# ugarchpred

Forecast conditional variance of univariate GARCH(P,Q) processes

## Syntax

```[VarianceForecast, H] = ugarchpred(U, Kappa, Alpha, Beta,NumPeriods)
```

## Arguments

`U`

Single column vector of random disturbances, that is, the residuals or innovations (ɛt), of an econometric model representing a mean-zero, discrete-time stochastic process. The innovations time series `U` is assumed to follow a GARCH(P,Q) process.

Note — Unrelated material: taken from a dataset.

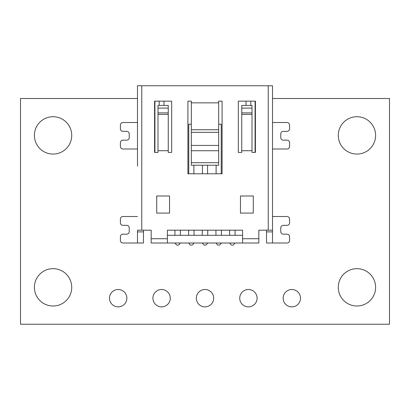 <?xml version="1.0" encoding="UTF-8"?>
<svg xmlns="http://www.w3.org/2000/svg" width="410" height="410" viewBox="0 0 410 410"><rect width="100%" height="100%" fill="white"/><g stroke="black" fill="none" stroke-linecap="round" stroke-linejoin="round"><path stroke-width="0.61" d="M218.673 102.854L218.673 165.235L191.326 165.235L191.326 101.147L187.908 101.147L187.908 173.784L222.092 173.784L222.092 101.147L218.673 101.147L218.673 102.854L191.326 102.854M241.746 114.38L241.746 105.416L252.001 105.416L252.001 152.417L255.42 152.417L255.42 101.147L238.328 101.147L238.328 152.417L241.746 152.417L241.746 114.38L252.001 114.38M171.672 101.147L154.58 101.147L154.58 152.417L157.999 152.417L157.999 105.416L168.254 105.416L168.254 152.417L171.672 152.417L171.672 101.147L163.979 101.147L163.979 105.416M34.394 287.338A18.665 18.665 0 0 0 53.059 306.003A18.665 18.665 0 0 0 71.724 287.338A18.665 18.665 0 0 0 53.059 268.668A18.665 18.665 0 0 0 34.394 287.338M34.394 135.397A18.665 18.665 0 0 0 53.059 154.063A18.665 18.665 0 0 0 71.724 135.397A18.665 18.665 0 0 0 53.059 116.727A18.665 18.665 0 0 0 34.394 135.397M338.276 135.397A18.665 18.665 0 0 0 356.941 154.063A18.665 18.665 0 0 0 375.606 135.397A18.665 18.665 0 0 0 356.941 116.727A18.665 18.665 0 0 0 338.276 135.397M338.276 287.338A18.665 18.665 0 0 0 356.941 306.003A18.665 18.665 0 0 0 375.606 287.338A18.665 18.665 0 0 0 356.941 268.668A18.665 18.665 0 0 0 338.276 287.338M109.496 298.188A8.682 8.682 0 0 0 118.177 306.875A8.682 8.682 0 0 0 126.859 298.188A8.682 8.682 0 0 0 118.177 289.506A8.682 8.682 0 0 0 109.496 298.188M152.904 298.188A8.682 8.682 0 0 0 161.586 306.875A8.682 8.682 0 0 0 170.273 298.188A8.682 8.682 0 0 0 161.586 289.506A8.682 8.682 0 0 0 152.904 298.188M196.318 298.188A8.682 8.682 0 0 0 205 306.875A8.682 8.682 0 0 0 213.682 298.188A8.682 8.682 0 0 0 205 289.506A8.682 8.682 0 0 0 196.318 298.188M239.727 298.188A8.682 8.682 0 0 0 248.414 306.875A8.682 8.682 0 0 0 257.096 298.188A8.682 8.682 0 0 0 248.414 289.506A8.682 8.682 0 0 0 239.727 298.188M283.141 298.188A8.682 8.682 0 0 0 291.823 306.875A8.682 8.682 0 0 0 300.504 298.188A8.682 8.682 0 0 0 291.823 289.506A8.682 8.682 0 0 0 283.141 298.188M137.488 98.497L20.5 98.497L20.5 324.238L389.5 324.238L389.5 98.497L272.512 98.497M137.488 161.817L137.488 153.273M272.512 153.273L272.512 161.817M272.512 122.508L287.036 122.508A2.562 2.562 0 0 1 289.603 125.07L289.603 128.776A2.562 2.562 0 0 1 287.036 131.338L283.336 131.338A2.562 2.562 0 0 0 280.773 133.901L280.773 137.606A2.562 2.562 0 0 0 283.336 140.169L287.036 140.169A2.562 2.562 0 0 1 289.603 142.731L289.603 146.437A2.562 2.562 0 0 1 287.036 148.999L272.512 148.999L272.512 85.762L272.512 231.891L266.531 231.891L266.531 243.002L287.036 243.002A2.562 2.562 0 0 0 289.603 240.439L289.603 236.734A2.562 2.562 0 0 0 287.036 234.171L283.336 234.171A2.562 2.562 0 0 1 280.773 231.609L280.773 227.904A2.562 2.562 0 0 1 283.336 225.341L287.036 225.341A2.562 2.562 0 0 0 289.603 222.779L289.603 219.073A2.562 2.562 0 0 0 287.036 216.511L272.512 216.511M272.512 166.091L272.512 230.184L258.838 230.184L258.838 243.002L151.162 243.002L151.162 238.728L167.398 238.728L167.398 243.002M253.283 213.092L253.283 196L240.465 196L240.465 213.092L253.283 213.092M169.535 213.092L169.535 196L156.717 196L156.717 213.092L169.535 213.092M238.328 101.147L246.02 101.147L246.02 105.416M137.488 166.091L137.488 85.762L141.763 85.762L141.763 230.184L137.488 230.184L137.488 243.002L122.964 243.002A2.562 2.562 0 0 1 120.396 240.439L120.396 236.734A2.562 2.562 0 0 1 122.964 234.171L126.664 234.171A2.562 2.562 0 0 0 129.227 231.609L129.227 227.904A2.562 2.562 0 0 0 126.664 225.341L122.964 225.341A2.562 2.562 0 0 1 120.396 222.779L120.396 219.073A2.562 2.562 0 0 1 122.964 216.511L137.488 216.511M137.488 243.002L143.469 243.002L143.469 231.891L137.488 231.891M272.512 231.891L272.512 243.002M268.237 230.184L268.237 85.762L141.763 85.762M268.237 85.762L272.512 85.762M191.326 101.147L187.908 101.147M222.092 101.147L218.673 101.147M167.398 238.728L167.398 230.184L242.602 230.184L242.602 238.728L258.838 238.728M151.162 238.728L151.162 230.184L141.763 230.184M137.488 148.999L122.964 148.999A2.562 2.562 0 0 1 120.396 146.437L120.396 142.731A2.562 2.562 0 0 1 122.964 140.169L126.664 140.169A2.562 2.562 0 0 0 129.227 137.606L129.227 133.901A2.562 2.562 0 0 0 126.664 131.338L122.964 131.338A2.562 2.562 0 0 1 120.396 128.776L120.396 125.07A2.562 2.562 0 0 1 122.964 122.508L137.488 122.508M143.469 230.184L143.469 231.891M266.531 231.891L266.531 230.184M154.924 152.417L154.924 101.147M255.076 152.417L255.076 101.147L255.076 152.417M207.562 165.235L207.562 173.784M202.437 165.235L202.437 173.784M218.673 124.22L221.236 124.22L221.236 173.784M216.111 165.235L216.111 173.784M193.889 165.235L193.889 173.784M191.326 124.22L188.764 124.22L188.764 173.784M168.254 108.112L157.999 108.112M252.001 108.112L241.746 108.112M191.326 162.708L218.673 162.708M242.602 243.002L242.602 238.728M207.737 243.002L206.025 245.052L203.975 245.052L202.263 243.002M202.263 235.309L202.263 230.184M207.737 230.184L207.737 235.309M194.063 243.002L192.351 245.052L190.301 245.052L188.595 243.002M188.595 235.309L188.595 230.184M194.063 230.184L194.063 235.309M180.39 243.002L178.678 245.052L176.628 245.052L174.921 243.002M174.921 235.309L174.921 230.184M180.39 230.184L180.39 235.309M221.405 243.002L219.698 245.052L217.648 245.052L215.937 243.002M215.937 235.309L215.937 230.184M221.405 230.184L221.405 235.309M235.079 243.002L233.372 245.052L231.322 245.052L229.61 243.002M229.61 235.309L229.61 230.184M235.079 230.184L235.079 235.309M242.602 235.309L167.398 235.309M191.326 129.739L218.673 129.739M168.254 114.38L157.999 114.38M241.746 150.711L252.001 150.711M157.999 150.711L168.254 150.711M159.198 105.416L159.198 101.147M250.802 105.416L250.802 101.147M168.254 112.883L157.999 112.883M252.001 112.883L241.746 112.883M191.326 150.742L218.673 150.742M191.326 145.422L218.673 145.422M191.326 132.333L218.673 132.333"/></g></svg>

 Note:   The latest value of residuals is the last element of vector `U`.

`Kappa`

Scalar constant term [[KAPPA]] of the GARCH process.

`Alpha`

`P`-by-1 vector of coefficients, where `P` is the number of lags of the conditional variance included in the GARCH process. `Alpha` can be an empty matrix, in which case `P` is assumed 0; when` P = 0`, a GARCH(0,Q) process is actually an ARCH(Q) process.

`Beta`

`Q`-by-1 vector of coefficients, where `Q` is the number of lags of the squared innovations included in the GARCH process.

`NumPeriods`

Positive, scalar integer representing the forecast horizon of interest, expressed in periods compatible with the sampling frequency of the input innovations column vector `U`.

## Description

```[VarianceForecast, H] = ugarchpred(U, Kappa, Alpha, Beta, NumPeriods)``` forecasts the conditional variance of univariate GARCH(P,Q) processes.

`VarianceForecast` is a number of periods (`NUMPERIODS`-by-`1`) vector of the minimum mean-square error forecast of the conditional variance of the innovations time series vector `U` (that is, ɛt). The first element contains the 1-period-ahead forecast, the second element contains the 2-period-ahead forecast, and so on. Thus, if a forecast horizon greater than 1 is specified (`NUMPERIODS > 1`), the forecasts of all intermediate horizons are returned as well. In this case, the last element contains the variance forecast of the specified horizon, `NumPeriods` from the most recent observation in `U`.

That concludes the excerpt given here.